- [What you will do]:
A faithful, complete transcript of the entries below, without pictures, should be returned.

- [Available records]:

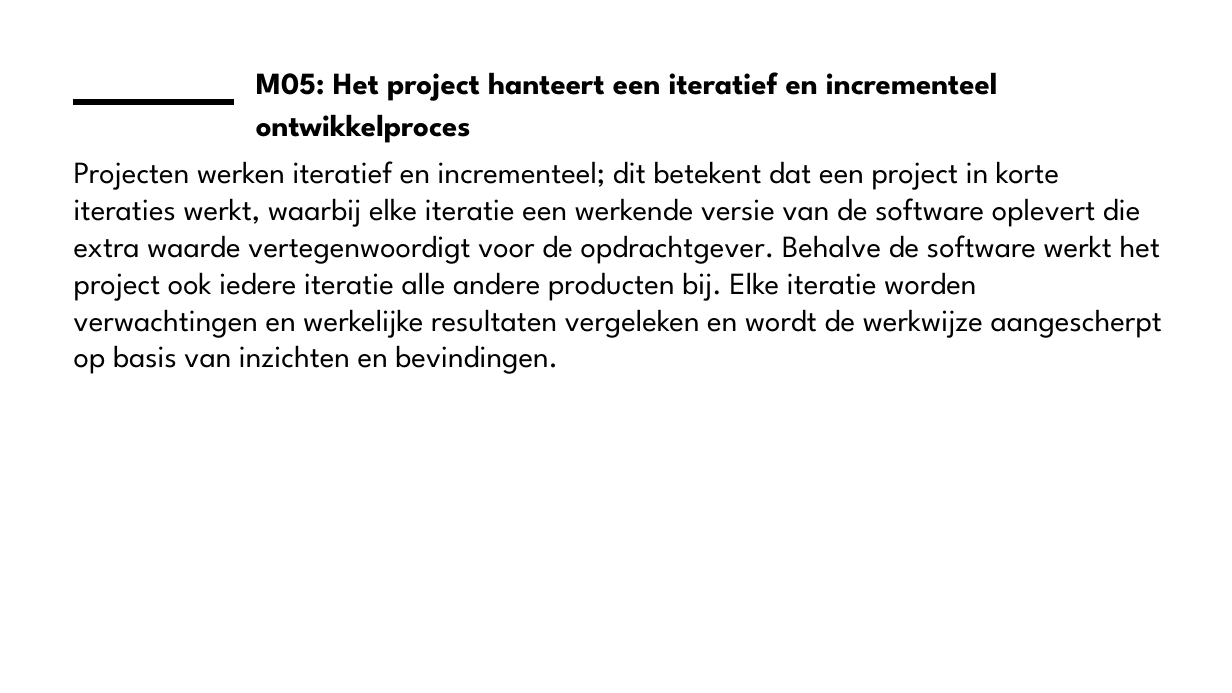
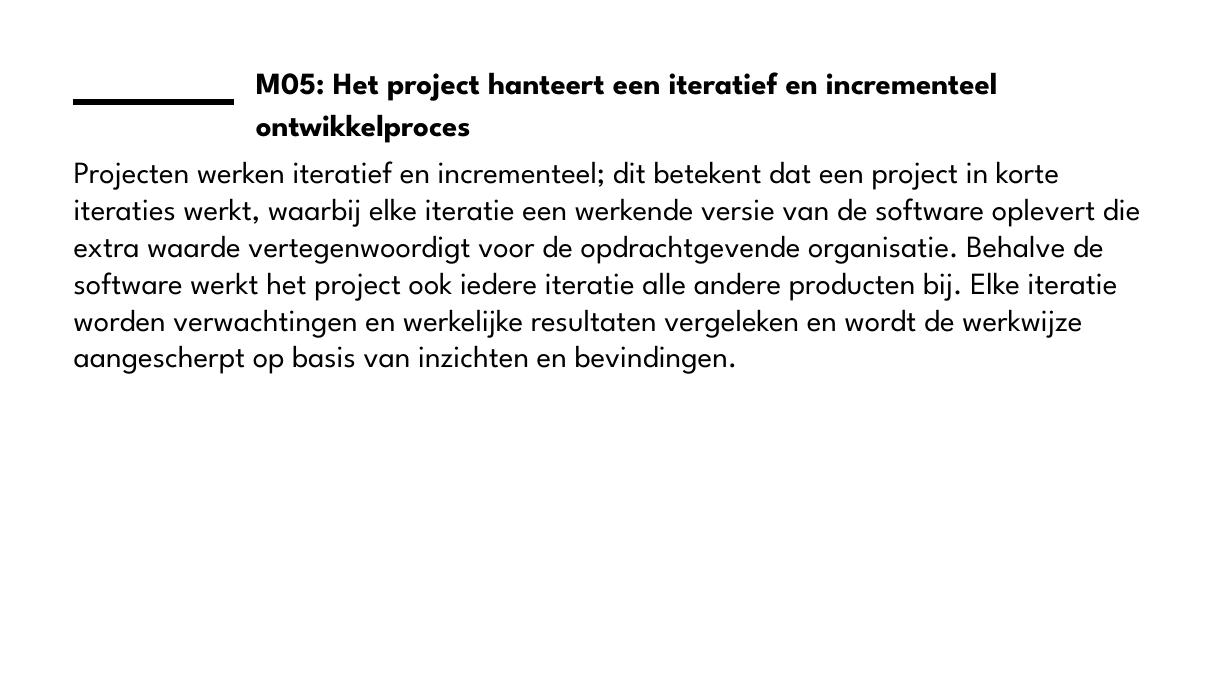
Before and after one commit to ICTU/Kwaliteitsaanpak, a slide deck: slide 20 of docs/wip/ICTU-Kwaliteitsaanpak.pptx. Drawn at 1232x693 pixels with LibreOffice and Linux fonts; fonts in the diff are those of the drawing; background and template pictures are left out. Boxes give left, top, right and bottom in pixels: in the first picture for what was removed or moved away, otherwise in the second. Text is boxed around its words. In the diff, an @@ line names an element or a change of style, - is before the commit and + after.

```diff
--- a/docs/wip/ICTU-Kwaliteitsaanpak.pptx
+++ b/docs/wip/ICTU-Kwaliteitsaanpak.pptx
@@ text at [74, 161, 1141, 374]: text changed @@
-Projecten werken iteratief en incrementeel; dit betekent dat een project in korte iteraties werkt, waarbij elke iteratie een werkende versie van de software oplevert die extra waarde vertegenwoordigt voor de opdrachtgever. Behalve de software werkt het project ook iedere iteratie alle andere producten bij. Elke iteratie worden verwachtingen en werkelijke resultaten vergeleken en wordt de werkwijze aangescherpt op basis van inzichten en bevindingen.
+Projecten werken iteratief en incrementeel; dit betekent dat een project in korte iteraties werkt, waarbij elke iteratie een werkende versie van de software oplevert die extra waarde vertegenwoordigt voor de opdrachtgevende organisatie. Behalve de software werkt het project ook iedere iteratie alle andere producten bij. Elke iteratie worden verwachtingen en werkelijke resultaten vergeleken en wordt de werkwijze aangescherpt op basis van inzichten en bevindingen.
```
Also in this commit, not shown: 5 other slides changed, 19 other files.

- [Written solution]:
Before and after one commit to ICTU/Kwaliteitsaanpak, a slide deck: slide 20 of docs/wip/ICTU-Kwaliteitsaanpak.pptx. Drawn at 1232x693 pixels with LibreOffice and Linux fonts; fonts in the diff are those of the drawing; background and template pictures are left out. Boxes give left, top, right and bottom in pixels: in the first picture for what was removed or moved away, otherwise in the second. Text is boxed around its words. In the diff, an @@ line names an element or a change of style, - is before the commit and + after.

```diff
--- a/docs/wip/ICTU-Kwaliteitsaanpak.pptx
+++ b/docs/wip/ICTU-Kwaliteitsaanpak.pptx
@@ text at [74, 161, 1141, 374]: text changed @@
-Projecten werken iteratief en incrementeel; dit betekent dat een project in korte iteraties werkt, waarbij elke iteratie een werkende versie van de software oplevert die extra waarde vertegenwoordigt voor de opdrachtgever. Behalve de software werkt het project ook iedere iteratie alle andere producten bij. Elke iteratie worden verwachtingen en werkelijke resultaten vergeleken en wordt de werkwijze aangescherpt op basis van inzichten en bevindingen.
+Projecten werken iteratief en incrementeel; dit betekent dat een project in korte iteraties werkt, waarbij elke iteratie een werkende versie van de software oplevert die extra waarde vertegenwoordigt voor de opdrachtgevende organisatie. Behalve de software werkt het project ook iedere iteratie alle andere producten bij. Elke iteratie worden verwachtingen en werkelijke resultaten vergeleken en wordt de werkwijze aangescherpt op basis van inzichten en bevindingen.
```
Also in this commit, not shown: 5 other slides changed, 19 other files.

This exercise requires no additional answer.